* Aim of the task *
Line count for the string "left" in the records below: report that figure and nothing else.

* Records to process *
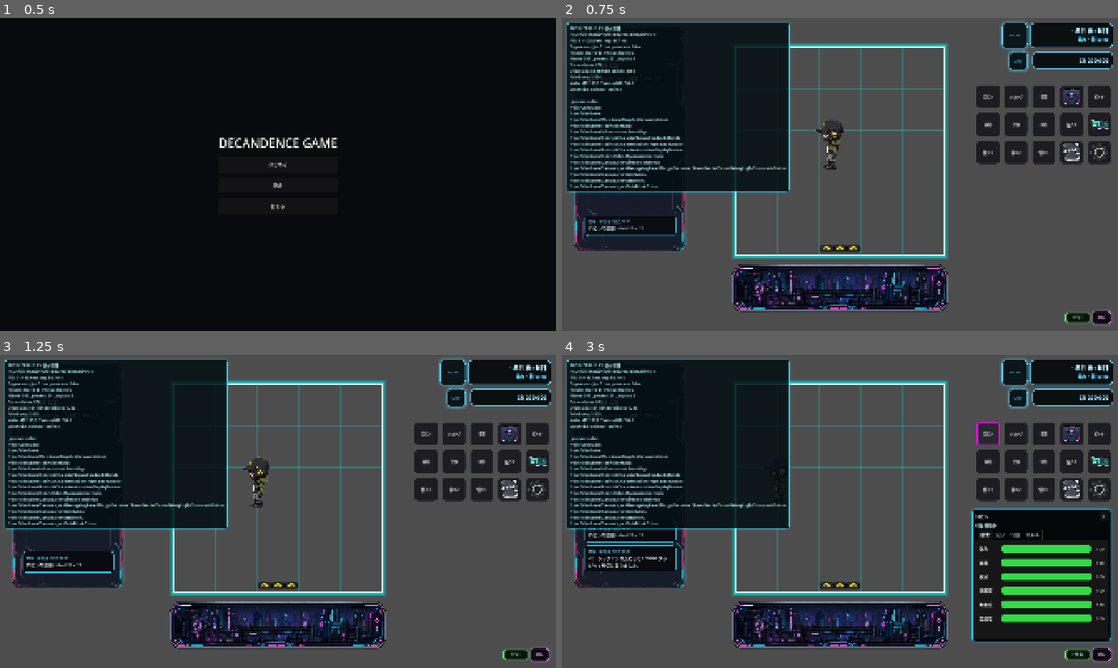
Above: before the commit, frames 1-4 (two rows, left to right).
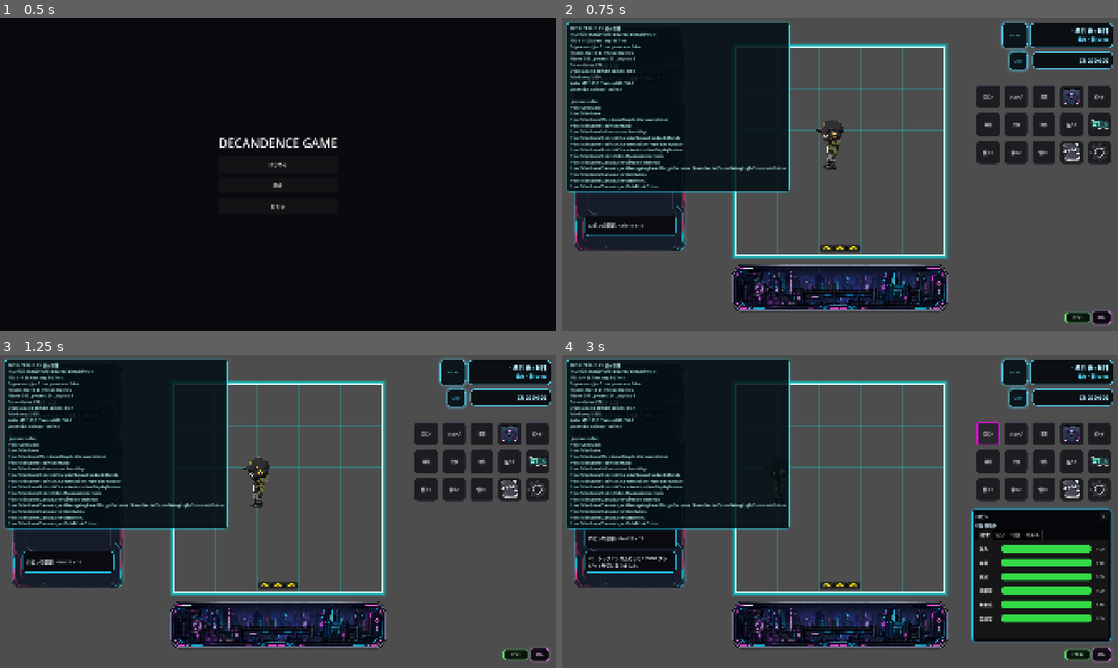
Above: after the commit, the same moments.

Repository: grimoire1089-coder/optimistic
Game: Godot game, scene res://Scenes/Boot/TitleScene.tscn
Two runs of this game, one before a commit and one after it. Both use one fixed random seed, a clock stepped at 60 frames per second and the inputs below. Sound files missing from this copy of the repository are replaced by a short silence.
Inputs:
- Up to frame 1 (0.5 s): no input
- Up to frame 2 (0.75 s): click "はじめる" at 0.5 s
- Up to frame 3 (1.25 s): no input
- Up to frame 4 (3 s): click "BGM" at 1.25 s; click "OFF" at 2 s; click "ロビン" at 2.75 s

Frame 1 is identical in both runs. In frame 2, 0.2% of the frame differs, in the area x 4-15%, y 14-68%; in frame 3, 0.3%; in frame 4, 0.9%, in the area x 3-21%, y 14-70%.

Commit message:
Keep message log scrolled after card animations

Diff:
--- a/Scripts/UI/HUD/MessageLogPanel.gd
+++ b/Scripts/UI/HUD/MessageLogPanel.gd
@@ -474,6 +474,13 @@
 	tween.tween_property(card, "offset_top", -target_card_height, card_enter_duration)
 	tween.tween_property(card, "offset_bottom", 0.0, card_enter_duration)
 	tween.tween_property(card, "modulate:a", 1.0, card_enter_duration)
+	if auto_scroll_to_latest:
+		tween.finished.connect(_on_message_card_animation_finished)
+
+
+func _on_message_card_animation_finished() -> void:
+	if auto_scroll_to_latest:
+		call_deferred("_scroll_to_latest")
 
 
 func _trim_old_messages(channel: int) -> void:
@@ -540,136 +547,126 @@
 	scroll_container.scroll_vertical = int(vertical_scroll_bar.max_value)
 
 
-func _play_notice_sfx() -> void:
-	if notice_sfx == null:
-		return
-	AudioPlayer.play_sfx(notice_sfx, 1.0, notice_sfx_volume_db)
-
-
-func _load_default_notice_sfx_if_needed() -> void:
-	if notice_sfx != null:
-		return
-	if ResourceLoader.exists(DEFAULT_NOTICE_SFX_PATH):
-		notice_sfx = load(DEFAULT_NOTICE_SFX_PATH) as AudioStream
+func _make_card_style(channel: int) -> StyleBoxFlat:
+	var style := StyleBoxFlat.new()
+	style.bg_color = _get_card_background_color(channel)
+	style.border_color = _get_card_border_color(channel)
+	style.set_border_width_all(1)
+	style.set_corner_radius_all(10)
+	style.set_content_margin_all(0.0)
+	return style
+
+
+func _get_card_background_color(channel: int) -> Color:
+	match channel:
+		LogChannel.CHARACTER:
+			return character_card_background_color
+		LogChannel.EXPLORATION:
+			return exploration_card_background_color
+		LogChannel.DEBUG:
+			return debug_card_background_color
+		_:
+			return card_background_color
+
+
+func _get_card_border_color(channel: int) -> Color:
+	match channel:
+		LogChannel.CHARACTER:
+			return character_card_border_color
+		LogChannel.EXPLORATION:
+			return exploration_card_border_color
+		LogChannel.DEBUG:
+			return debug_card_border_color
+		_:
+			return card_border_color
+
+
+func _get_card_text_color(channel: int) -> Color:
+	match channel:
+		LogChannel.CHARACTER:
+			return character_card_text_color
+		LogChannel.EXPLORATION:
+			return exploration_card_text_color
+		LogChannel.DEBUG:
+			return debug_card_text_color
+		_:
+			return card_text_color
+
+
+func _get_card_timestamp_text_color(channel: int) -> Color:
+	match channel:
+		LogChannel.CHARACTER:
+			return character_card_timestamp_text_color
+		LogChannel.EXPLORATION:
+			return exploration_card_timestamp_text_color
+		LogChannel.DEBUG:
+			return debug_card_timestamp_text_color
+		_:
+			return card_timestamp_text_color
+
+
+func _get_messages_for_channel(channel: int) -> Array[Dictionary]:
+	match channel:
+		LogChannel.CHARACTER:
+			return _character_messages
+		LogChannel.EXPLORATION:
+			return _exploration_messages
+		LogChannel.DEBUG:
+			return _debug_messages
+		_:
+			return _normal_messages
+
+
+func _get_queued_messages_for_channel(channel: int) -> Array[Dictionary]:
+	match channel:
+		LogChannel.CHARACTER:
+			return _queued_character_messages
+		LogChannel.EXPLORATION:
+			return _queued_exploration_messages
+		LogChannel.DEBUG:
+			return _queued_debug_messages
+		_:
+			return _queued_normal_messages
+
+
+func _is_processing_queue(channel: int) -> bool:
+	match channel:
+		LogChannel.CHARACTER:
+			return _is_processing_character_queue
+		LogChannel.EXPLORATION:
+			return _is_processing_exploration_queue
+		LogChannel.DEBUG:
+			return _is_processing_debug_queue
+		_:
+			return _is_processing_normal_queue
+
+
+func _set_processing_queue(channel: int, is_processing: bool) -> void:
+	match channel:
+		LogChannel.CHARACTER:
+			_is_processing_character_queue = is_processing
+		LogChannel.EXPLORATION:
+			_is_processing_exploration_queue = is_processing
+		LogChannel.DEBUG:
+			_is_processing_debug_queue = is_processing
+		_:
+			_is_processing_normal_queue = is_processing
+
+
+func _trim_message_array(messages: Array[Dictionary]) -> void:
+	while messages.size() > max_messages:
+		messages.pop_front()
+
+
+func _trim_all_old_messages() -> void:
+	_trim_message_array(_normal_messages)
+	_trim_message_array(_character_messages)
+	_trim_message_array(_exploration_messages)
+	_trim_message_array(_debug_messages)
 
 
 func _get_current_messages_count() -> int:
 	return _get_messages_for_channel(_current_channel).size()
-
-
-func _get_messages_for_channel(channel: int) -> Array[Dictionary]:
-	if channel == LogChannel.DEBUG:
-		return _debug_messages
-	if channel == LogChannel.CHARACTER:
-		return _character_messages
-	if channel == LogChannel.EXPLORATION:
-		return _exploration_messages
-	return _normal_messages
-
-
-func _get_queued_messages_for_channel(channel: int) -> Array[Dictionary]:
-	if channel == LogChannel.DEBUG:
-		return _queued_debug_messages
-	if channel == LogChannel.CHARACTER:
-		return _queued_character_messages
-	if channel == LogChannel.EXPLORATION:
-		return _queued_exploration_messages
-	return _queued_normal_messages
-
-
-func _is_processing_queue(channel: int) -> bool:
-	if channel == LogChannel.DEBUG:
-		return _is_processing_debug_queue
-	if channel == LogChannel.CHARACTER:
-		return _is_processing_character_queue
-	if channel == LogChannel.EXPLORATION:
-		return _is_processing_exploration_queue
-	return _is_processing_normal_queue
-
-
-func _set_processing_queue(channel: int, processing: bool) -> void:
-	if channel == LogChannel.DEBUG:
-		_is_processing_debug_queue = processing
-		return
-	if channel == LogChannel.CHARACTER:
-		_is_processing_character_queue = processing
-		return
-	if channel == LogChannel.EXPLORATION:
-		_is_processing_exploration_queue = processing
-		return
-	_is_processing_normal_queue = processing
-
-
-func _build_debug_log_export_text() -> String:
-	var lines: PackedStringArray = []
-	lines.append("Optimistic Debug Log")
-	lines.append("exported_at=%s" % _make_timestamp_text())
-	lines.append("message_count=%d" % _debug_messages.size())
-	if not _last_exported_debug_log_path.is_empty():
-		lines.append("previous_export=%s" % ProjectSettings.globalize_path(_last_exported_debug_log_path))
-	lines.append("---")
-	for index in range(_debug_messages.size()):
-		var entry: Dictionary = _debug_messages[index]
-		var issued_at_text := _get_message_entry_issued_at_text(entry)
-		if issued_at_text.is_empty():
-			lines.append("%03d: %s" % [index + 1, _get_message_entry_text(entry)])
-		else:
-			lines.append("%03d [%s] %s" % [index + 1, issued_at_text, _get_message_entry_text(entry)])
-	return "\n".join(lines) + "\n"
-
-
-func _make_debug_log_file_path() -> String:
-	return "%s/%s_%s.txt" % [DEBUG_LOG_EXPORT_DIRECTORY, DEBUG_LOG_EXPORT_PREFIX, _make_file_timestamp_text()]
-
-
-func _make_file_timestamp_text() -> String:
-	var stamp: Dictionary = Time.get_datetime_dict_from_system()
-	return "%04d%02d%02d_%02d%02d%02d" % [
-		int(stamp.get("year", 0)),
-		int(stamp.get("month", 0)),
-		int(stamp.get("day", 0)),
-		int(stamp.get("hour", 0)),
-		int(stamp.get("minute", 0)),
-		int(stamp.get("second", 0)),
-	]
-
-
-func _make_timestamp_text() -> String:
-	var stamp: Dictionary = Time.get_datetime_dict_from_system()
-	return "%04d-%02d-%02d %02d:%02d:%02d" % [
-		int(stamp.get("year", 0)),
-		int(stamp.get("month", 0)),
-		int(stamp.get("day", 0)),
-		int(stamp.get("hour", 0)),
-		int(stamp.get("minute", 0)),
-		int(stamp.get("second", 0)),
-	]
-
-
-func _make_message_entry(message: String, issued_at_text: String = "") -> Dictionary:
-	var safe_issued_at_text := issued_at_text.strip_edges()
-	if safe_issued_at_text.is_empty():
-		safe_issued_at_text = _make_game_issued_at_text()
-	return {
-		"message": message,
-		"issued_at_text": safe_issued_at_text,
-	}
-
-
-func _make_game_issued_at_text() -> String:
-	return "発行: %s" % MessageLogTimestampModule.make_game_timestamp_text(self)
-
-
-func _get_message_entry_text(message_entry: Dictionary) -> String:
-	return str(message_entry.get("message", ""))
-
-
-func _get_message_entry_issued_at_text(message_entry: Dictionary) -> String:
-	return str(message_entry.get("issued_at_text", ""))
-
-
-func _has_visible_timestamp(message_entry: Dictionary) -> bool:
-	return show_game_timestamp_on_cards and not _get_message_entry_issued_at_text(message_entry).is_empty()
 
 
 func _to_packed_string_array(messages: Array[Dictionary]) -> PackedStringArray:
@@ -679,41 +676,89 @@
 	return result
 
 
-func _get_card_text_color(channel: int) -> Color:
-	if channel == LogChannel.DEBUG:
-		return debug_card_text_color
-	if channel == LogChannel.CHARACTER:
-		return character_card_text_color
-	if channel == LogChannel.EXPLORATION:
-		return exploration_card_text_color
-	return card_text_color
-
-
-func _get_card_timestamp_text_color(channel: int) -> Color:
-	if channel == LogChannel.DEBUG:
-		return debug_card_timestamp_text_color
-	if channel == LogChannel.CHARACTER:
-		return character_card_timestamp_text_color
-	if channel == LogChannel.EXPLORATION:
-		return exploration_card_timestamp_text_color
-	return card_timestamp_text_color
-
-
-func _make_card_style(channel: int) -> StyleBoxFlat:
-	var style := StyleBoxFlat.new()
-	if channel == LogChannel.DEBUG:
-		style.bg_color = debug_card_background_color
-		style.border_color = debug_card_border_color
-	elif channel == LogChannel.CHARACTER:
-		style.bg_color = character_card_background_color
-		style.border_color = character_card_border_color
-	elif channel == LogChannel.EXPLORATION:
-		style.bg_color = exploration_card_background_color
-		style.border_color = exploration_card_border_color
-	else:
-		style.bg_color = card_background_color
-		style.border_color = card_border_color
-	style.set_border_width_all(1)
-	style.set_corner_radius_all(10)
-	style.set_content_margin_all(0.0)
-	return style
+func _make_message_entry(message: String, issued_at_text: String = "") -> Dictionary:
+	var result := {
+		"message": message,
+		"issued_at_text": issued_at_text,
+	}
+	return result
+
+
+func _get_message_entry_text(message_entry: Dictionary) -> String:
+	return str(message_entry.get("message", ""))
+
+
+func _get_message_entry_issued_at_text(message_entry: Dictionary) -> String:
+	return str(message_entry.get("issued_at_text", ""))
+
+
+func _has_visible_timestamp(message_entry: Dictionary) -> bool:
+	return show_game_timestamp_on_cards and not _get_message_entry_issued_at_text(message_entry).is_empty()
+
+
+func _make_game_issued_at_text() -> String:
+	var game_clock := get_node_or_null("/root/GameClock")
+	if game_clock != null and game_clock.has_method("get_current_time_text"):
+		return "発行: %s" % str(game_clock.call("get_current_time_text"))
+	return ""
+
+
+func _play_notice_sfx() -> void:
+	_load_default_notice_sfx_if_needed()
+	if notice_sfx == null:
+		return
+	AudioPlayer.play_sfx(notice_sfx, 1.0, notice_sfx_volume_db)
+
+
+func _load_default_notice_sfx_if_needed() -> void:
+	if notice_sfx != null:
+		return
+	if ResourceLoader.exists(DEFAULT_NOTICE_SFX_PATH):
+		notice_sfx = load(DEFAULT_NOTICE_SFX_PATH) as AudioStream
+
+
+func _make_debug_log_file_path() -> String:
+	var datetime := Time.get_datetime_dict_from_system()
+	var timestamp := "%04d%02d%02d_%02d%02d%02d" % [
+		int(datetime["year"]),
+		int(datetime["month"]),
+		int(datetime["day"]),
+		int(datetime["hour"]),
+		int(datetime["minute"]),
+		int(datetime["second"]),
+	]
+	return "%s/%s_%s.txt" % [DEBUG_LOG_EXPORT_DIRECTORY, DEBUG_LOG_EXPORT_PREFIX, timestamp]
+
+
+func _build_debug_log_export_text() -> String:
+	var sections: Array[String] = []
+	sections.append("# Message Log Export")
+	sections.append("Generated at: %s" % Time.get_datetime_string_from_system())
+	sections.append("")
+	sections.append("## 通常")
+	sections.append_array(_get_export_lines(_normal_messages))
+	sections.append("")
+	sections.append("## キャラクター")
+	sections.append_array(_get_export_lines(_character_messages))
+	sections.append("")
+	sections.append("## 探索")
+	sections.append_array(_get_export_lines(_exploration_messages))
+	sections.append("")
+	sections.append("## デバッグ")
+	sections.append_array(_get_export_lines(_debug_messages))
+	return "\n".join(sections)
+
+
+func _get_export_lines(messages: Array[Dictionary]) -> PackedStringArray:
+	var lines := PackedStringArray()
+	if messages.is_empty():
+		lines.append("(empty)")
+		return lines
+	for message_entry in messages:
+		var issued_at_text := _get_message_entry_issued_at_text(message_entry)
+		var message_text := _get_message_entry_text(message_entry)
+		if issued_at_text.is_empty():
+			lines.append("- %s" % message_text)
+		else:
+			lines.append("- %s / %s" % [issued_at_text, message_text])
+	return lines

--

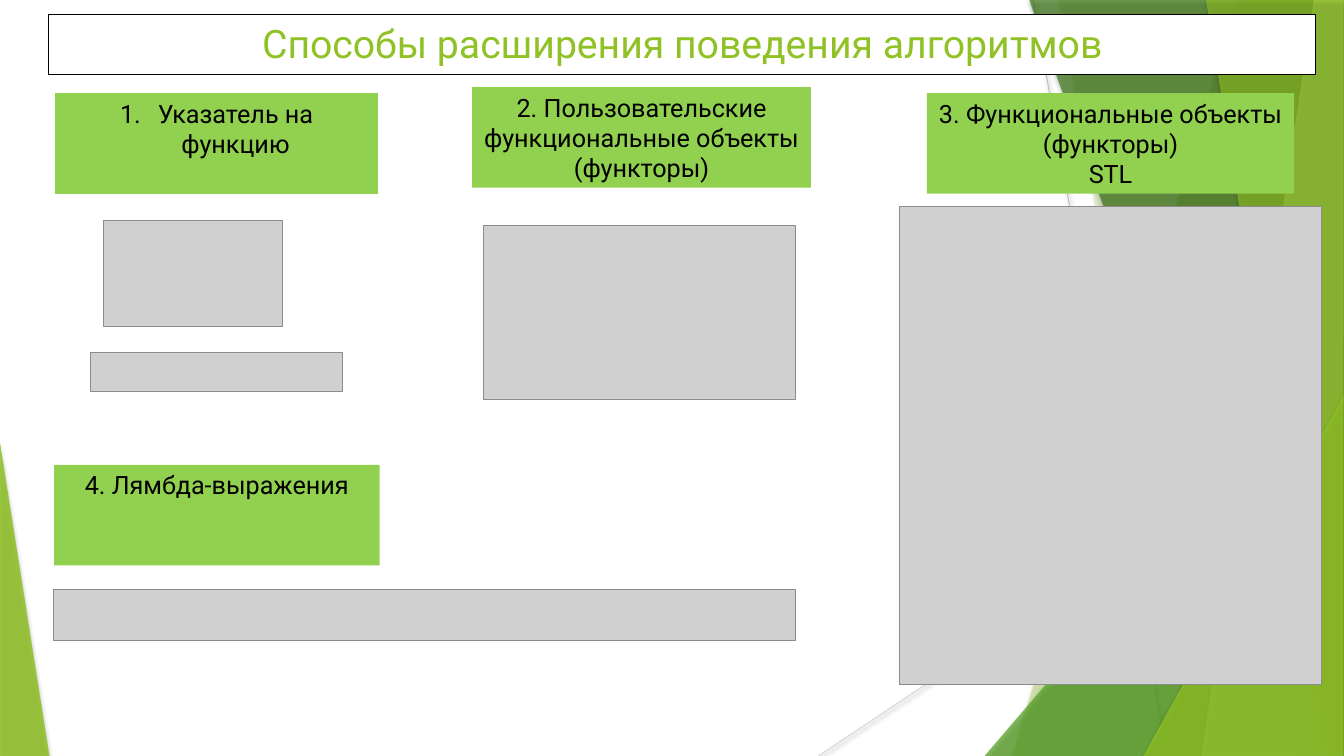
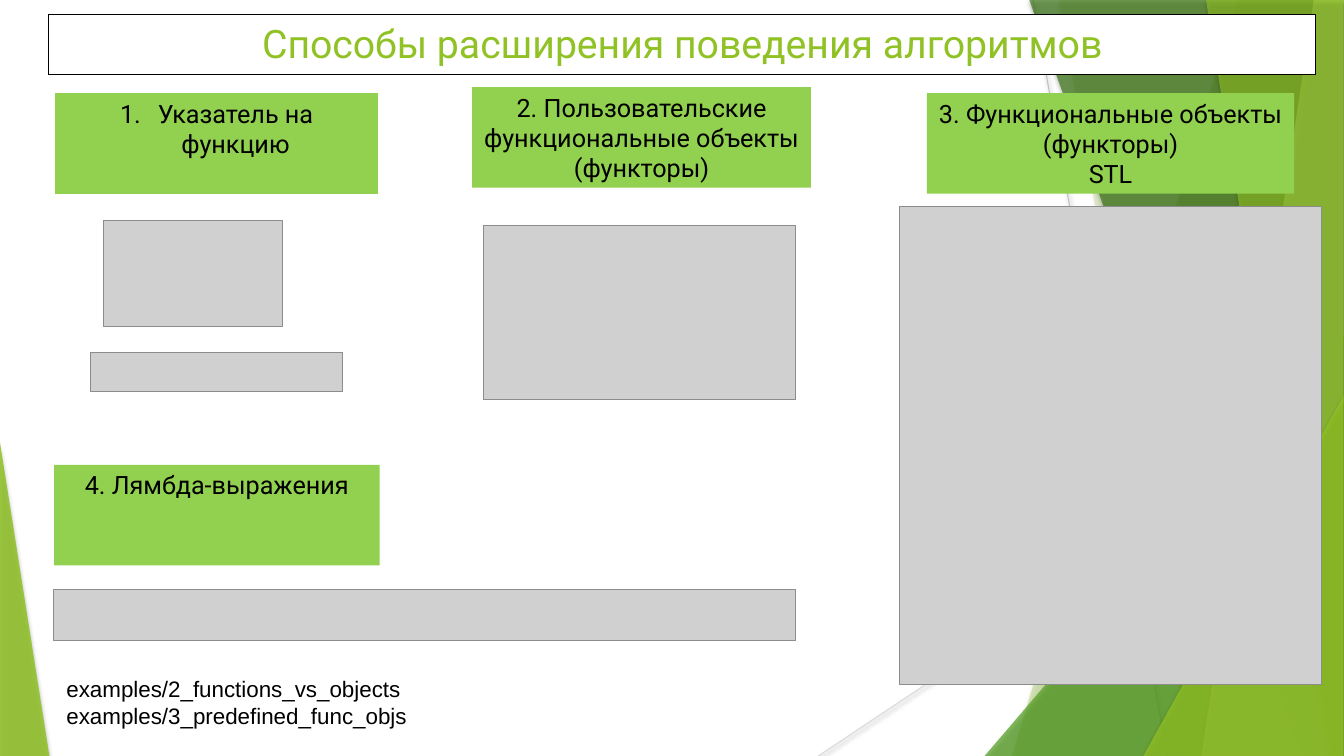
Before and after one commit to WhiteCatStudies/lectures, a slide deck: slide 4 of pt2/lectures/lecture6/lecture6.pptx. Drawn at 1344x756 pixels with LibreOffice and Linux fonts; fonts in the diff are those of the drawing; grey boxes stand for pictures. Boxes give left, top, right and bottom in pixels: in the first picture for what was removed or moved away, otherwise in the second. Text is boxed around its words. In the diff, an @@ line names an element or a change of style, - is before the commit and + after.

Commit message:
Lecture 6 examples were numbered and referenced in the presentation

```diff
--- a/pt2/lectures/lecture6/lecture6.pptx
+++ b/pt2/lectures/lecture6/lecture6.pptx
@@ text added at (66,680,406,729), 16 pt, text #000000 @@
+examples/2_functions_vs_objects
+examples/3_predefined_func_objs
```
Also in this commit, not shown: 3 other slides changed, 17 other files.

* Result *
2